Please give an exact transcription of the lines below, from the one that contains "cap = cap.faces(outer_face).edges().fillet(cap_outer_fillet)" to the very last, with no other lines.

= Beginning of Section =

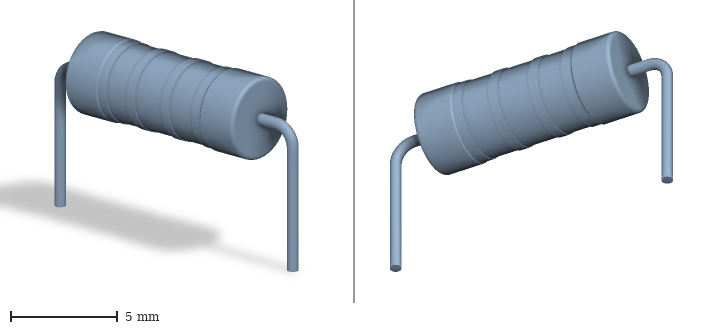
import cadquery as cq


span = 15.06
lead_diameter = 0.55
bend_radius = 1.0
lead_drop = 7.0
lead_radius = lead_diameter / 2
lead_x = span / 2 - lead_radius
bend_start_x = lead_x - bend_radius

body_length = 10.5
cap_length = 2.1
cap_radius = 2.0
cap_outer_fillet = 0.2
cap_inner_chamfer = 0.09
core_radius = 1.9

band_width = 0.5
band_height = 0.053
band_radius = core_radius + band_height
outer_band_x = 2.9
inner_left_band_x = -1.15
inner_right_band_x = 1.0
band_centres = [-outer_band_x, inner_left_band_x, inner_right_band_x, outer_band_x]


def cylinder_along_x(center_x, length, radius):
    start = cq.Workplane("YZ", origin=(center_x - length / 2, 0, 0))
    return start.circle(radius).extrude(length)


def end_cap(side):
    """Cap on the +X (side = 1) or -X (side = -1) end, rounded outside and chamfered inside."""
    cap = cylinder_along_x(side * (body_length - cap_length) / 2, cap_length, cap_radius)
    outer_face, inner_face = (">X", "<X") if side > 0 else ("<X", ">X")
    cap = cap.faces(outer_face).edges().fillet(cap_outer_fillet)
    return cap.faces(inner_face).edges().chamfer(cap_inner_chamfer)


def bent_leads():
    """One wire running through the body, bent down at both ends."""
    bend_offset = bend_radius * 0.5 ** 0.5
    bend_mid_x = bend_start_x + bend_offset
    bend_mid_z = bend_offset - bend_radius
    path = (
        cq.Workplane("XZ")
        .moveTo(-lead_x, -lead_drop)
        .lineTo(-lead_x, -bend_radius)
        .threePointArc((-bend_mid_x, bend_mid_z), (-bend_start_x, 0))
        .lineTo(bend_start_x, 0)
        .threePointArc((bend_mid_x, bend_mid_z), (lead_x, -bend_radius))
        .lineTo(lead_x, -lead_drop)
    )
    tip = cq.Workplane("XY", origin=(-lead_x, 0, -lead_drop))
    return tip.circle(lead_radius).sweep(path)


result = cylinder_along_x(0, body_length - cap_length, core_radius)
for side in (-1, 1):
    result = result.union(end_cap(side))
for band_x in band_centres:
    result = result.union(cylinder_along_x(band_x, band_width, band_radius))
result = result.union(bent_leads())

= End of Section =

Answer box:
    cap = cap.faces(outer_face).edges().fillet(cap_outer_fillet)
    return cap.faces(inner_face).edges().chamfer(cap_inner_chamfer)


def bent_leads():
    """One wire running through the body, bent down at both ends."""
    bend_offset = bend_radius * 0.5 ** 0.5
    bend_mid_x = bend_start_x + bend_offset
    bend_mid_z = bend_offset - bend_radius
    path = (
        cq.Workplane("XZ")
        .moveTo(-lead_x, -lead_drop)
        .lineTo(-lead_x, -bend_radius)
        .threePointArc((-bend_mid_x, bend_mid_z), (-bend_start_x, 0))
        .lineTo(bend_start_x, 0)
        .threePointArc((bend_mid_x, bend_mid_z), (lead_x, -bend_radius))
        .lineTo(lead_x, -lead_drop)
    )
    tip = cq.Workplane("XY", origin=(-lead_x, 0, -lead_drop))
    return tip.circle(lead_radius).sweep(path)


result = cylinder_along_x(0, body_length - cap_length, core_radius)
for side in (-1, 1):
    result = result.union(end_cap(side))
for band_x in band_centres:
    result = result.union(cylinder_along_x(band_x, band_width, band_radius))
result = result.union(bent_leads())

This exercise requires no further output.